Hotel Assets Aren’t Going Back to Lenders
Capital is entering the space, which is helping maintain values.
While the hotel sector has been hit hard by the pandemic, lenders haven’t been in a rush to take back assets.
“The only asset sales that we’ve made for lenders to date have been deed in lieu, where the borrower has essentially handed back the keys and released it from their ownership,” Bob Webster, vice chairman and president, CBRE Hotels Institutional Group, said on CBRE’s “The Weekly Take” podcast. “But in a forced liquidity trade, which is a trade where the lender has to fight for the keys, that hasn’t happened yet.”

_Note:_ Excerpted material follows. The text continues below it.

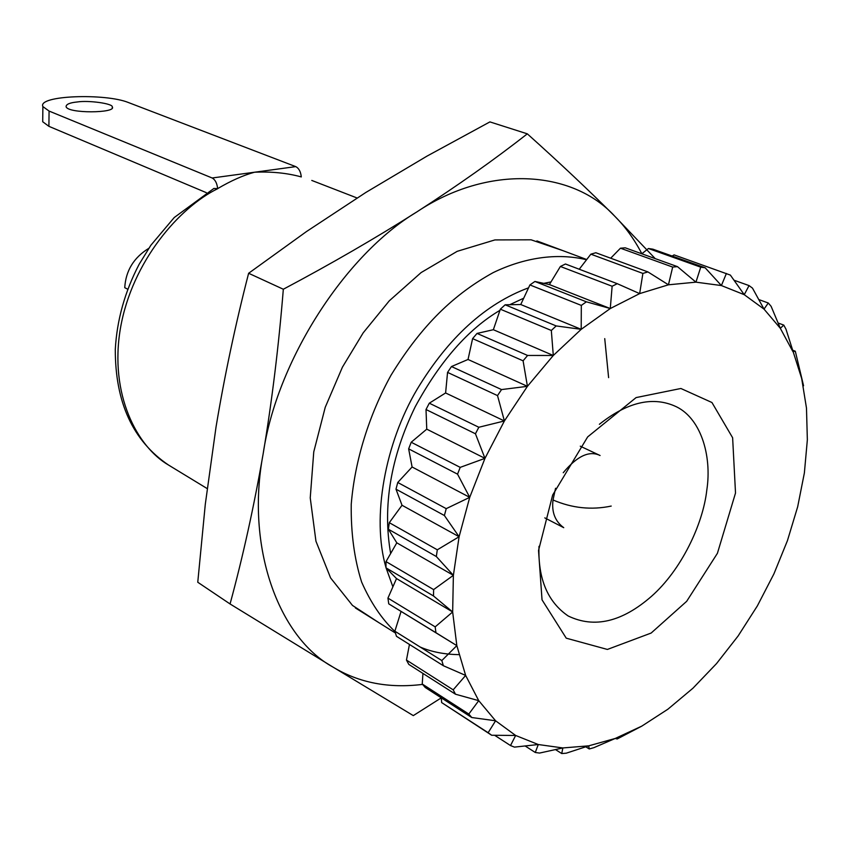 <?xml version="1.0" encoding="UTF-8"?>
<svg xmlns="http://www.w3.org/2000/svg" width="850" height="850" viewBox="0 0 850 850"><rect width="100%" height="100%" fill="white"/><g stroke="black" fill="none" stroke-linecap="round" stroke-linejoin="round"><path stroke-width="1.27" d="M148.761 248.349C133.758 257.635 125.747 270.746 124.748 287.683L127.744 289.212M758.859 299.582L768.294 303.004L771.131 306.351L780.321 328.302L792.933 351.645L795.303 351.22L803.569 385.772M672.148 256.031L674.103 254.894L730.362 275.092L744.249 294.684L749.052 285.589L752.484 288.118L764.012 309.113L780.321 328.302L783.785 325.104L785.974 329.163L801.678 378.473L806.48 408.096L807.351 439.822L804.376 472.94L797.672 506.781L787.44 540.642L773.914 573.888L757.371 605.88L738.108 635.991L716.508 663.616L692.963 688.202L667.898 709.208L641.824 726.112L615.23 738.459L588.71 745.843L562.849 747.947L538.284 744.526L515.653 735.473L495.592 720.789L478.741 700.666L465.651 675.431L456.832 645.628L452.657 611.957L453.379 575.322L459.096 536.733L469.721 497.346L484.967 458.352L504.401 420.962L527.425 386.325L553.297 355.481L581.198 329.322L610.279 308.539L639.646 293.611L668.451 284.803L695.938 282.158L721.395 285.558L744.249 294.684L764.012 309.113L768.294 303.004M792.497 350.147L795.303 351.22M641.824 726.112L617.153 738.979L615.23 738.459L593.863 747.671L589.252 748.956L588.71 745.843L566.249 753.185L561.744 753.557L562.849 747.947L539.559 753.068L535.277 752.484L538.284 744.526L514.462 747.118L510.51 745.556L515.653 735.473L491.651 735.25L441.649 702.578L488.134 732.711L495.592 720.789L471.771 717.528L468.807 714.053L478.741 700.666L455.494 694.216L453.188 689.839L465.651 675.431L443.381 665.731L441.819 660.556L456.832 645.628L435.933 632.708L435.179 626.864L452.657 611.957L433.511 595.977L433.617 589.602L453.379 575.322L436.326 556.527L437.304 549.812L459.096 536.733L444.391 515.514L446.229 508.651L469.721 497.346L457.555 474.162L460.201 467.373L484.967 458.352L475.447 433.776L478.826 427.263L504.401 420.962L497.526 395.601L501.532 389.576L527.425 386.325L523.09 360.814L527.606 355.459L553.297 355.481L551.321 330.469L556.187 325.933L581.198 329.322L581.315 305.405L586.383 301.814L610.279 308.539L612.138 286.248L617.259 283.688L639.646 293.611L642.887 273.424L647.912 271.915L668.451 284.803L672.679 267.07L677.471 266.645L695.938 282.158L700.74 267.166L705.171 267.793L721.395 285.558L726.389 273.466M491.651 735.25L488.134 732.711M494.668 735.303L510.51 745.556M455.494 694.216L408.797 664.392L406.459 660.067L453.188 689.839M422.939 673.423L422.237 684.016L468.807 714.053M497.526 395.601L447.557 372.396L451.478 366.541L501.532 389.576M447.557 372.396L445.602 392.966L504.401 420.962M445.602 392.966L429.303 403.187L478.826 427.263M551.321 330.469L500.342 309.198L505.144 304.799L556.187 325.933M500.342 309.198L493.351 329.715L553.297 355.481M493.351 329.715L477.031 333.423L527.606 355.459M700.74 267.166L648.444 248.519L652.874 249.167L705.171 267.793M648.444 248.519L641.793 253.789M672.679 267.07L620.468 248.2L625.239 247.817L677.471 266.645M734.06 280.234L749.052 285.589M778.175 323.032L783.785 325.104M585.831 746.821L589.252 748.956M555.549 749.626L561.744 753.557M525.204 746.013L535.277 752.484M471.771 717.528L425.223 687.469L422.237 684.016M422.556 684.399C388.832 688.585 358.966 682.816 332.987 667.08L413.302 715.615L441.299 697.85L441.649 702.578M443.381 665.731L396.472 636.31L394.868 631.21L441.819 660.556M409.456 644.449L406.459 660.067M435.933 632.708L388.748 603.851L387.94 598.113L435.179 626.864M388.748 603.851L456.832 645.628M401.051 611.501L394.868 631.21M433.511 595.977L385.985 567.843L386.017 561.595L433.617 589.602M385.985 567.843L396.514 578.574L452.657 611.957M396.514 578.574L387.94 598.113M436.326 556.527L388.386 529.242L389.289 522.676L437.304 549.812M388.386 529.242L396.801 542.831L453.379 575.322M396.801 542.831L386.017 561.595M444.391 515.514L395.994 489.175L397.747 482.481L446.229 508.651M395.994 489.175L402.018 505.261L459.096 536.733M402.018 505.261L389.289 522.676M457.555 474.162L408.648 448.853L411.209 442.244L460.201 467.373M408.648 448.853L412.091 466.99L469.721 497.346M412.091 466.99L397.747 482.481M475.447 433.776L426.009 409.519L429.303 403.187M426.009 409.519L426.753 429.165L484.967 458.352M426.753 429.165L411.209 442.244M523.09 360.814L472.6 338.619L477.031 333.423M472.6 338.619L468.031 359.476L527.425 386.325M468.031 359.476L451.478 366.541M581.315 305.405L529.911 284.941L534.916 281.467L586.383 301.814M529.911 284.941L520.753 304.523L581.198 329.322M520.753 304.523L505.144 304.799M612.138 286.248L560.384 266.475L565.452 263.999L617.259 283.688M560.384 266.475L549.398 284.559L610.279 308.539M549.398 284.559L534.916 281.467M642.887 273.424L590.856 254.171L595.839 252.737L647.912 271.915M590.856 254.171L579.243 269.238M620.468 248.2L610.693 258.209M538.528 550.481L552.659 495.029L587.658 436.911L636.097 397.587L680.882 388.482L711.949 402.517L732.626 437.75L735.516 493.021L717.421 553.297L686.673 601.322L651.153 633.048L607.389 649.442L566.249 638.18L542.034 599.845L538.528 550.481M523.706 298.201L509.745 304.714M499.959 310.324C468.297 329.035 440.056 361.176 415.236 406.725C390.649 457.321 382.457 506.26 390.649 553.531M586.553 259.749C556.569 252.514 523.642 257.869 493.181 272.616C454.197 294.132 422.025 324.721 391.011 375.233C369.463 414.237 354.843 459.946 351.231 504.401C350.88 533.247 354.354 559.141 361.643 582.091C370.717 602.639 381.82 619.108 394.953 631.497M420.314 647.094C431.566 651.907 444.433 654.426 458.915 654.638M551.002 281.924L543.734 283.358M528.562 287.821C485.478 303.79 448.311 337.641 417.074 389.385C385.178 443.201 371.354 517.576 385.985 567.534M386.102 567.959L392.881 586.84M42.734 119.669L42.702 121.741L48.896 126.331L49.077 111.063L42.883 106.579C37.304 95.317 105.389 93.118 128.361 102.51L295.747 166.621C298.871 168.226 300.719 171.657 301.293 176.928C287.151 173.028 271.564 171.466 254.532 172.221C243.334 175.27 231.041 180.731 217.653 188.615L213.934 188.488M311.78 180.434L357.064 197.986M599.378 424.288C626.758 402.539 651.653 396.344 674.071 405.726C700.591 416.564 712.162 455.356 706.807 490.067C702.992 524.429 681.201 570.095 651.546 596.275C622.115 621.987 594.331 628.564 568.204 615.995C547.623 601.949 537.88 578.733 538.996 546.327M77.223 101.979C88.347 100.162 113.05 103.519 112.306 106.951C116.652 113.231 67.288 113.719 66.077 106.611C66.194 104.231 69.902 102.691 77.223 101.979M49.077 111.063L212.139 177.99C215.199 179.658 217.037 183.196 217.653 188.615M206.327 192.663L48.896 126.331M608.611 377.634L604.732 338.619M562.711 250.569L531.069 239.806L494.913 239.923L457.183 251.334L421.101 272.584L389.268 300.836L363.194 332.828L342.422 367.168L325.231 407.309L313.756 451.902L310.239 497.877L315.945 541.206L330.618 577.957L352.484 605.423L378.866 622.646M655.233 258.634L614.805 216.261C589.379 190.825 560.214 163.349 527.319 133.832C494.498 159.566 457.661 185.608 416.808 211.947C375.859 237.958 331.362 263.723 283.326 289.244C278.715 346.088 272 400.924 263.171 453.741C254.001 506.345 242.972 556.421 230.063 603.968L332.987 667.08C278.396 637.33 245.438 546.816 263.171 453.741C276.579 361.388 344.781 254.958 416.808 211.947C488.24 164.124 572.39 169.862 614.805 216.261C625.249 226.716 634.27 239.211 641.846 253.736M230.063 603.968L197.763 582.25L205.296 504.284L216.028 427.019C224.528 375.923 235.397 324.679 248.625 273.275L306.393 231.614L365.84 192.461L427.008 156.113L489.908 121.901L527.319 133.832M248.625 273.275L283.326 289.244M217.759 188.657C179.52 207.198 132.079 261.301 120.466 328.089C109.034 394.836 137.519 447.196 168.587 465.078L171.201 466.661M544.797 517.884L563.741 527.68C555.093 521.358 551.512 512.125 553.021 499.981L555.56 488.272M563.242 472.728C577.054 456.025 589.326 450.288 600.079 455.504L580.263 446.186M611.214 506.069C591.504 510.202 572.114 508.183 553.021 499.981M295.747 166.621L212.139 177.99M536.871 240.911L586.723 259.537M355.385 607.952L395.409 633.006M213.913 188.434L174.239 217.526L150.843 245.289L139.081 264.403C124.854 291.709 116.928 320.036 115.292 349.392C115.218 402.486 132.961 441.022 168.512 465.035L207.188 488.58M42.702 121.741L42.883 106.579M112.285 108.014L112.306 106.951"/></g></svg>

A primary reason there hasn’t been more fallout during the pandemic is that there are companies out there providing lifelines, in the form of capital infusions, to owners who are in a difficult liquidity position. “I’ve been very surprised at the magnitude of the liquidity in the space, looking to acquire hotels and looking to help with the liquidity distress in the ownership side of our business,” Webster says.
Looking forward, Webster says there is a tremendous amount of liquidity in the system for new debt and acquisitions. There might not be as much liquidity for refinancings, but he thinks the cost of that capital will continue to come down.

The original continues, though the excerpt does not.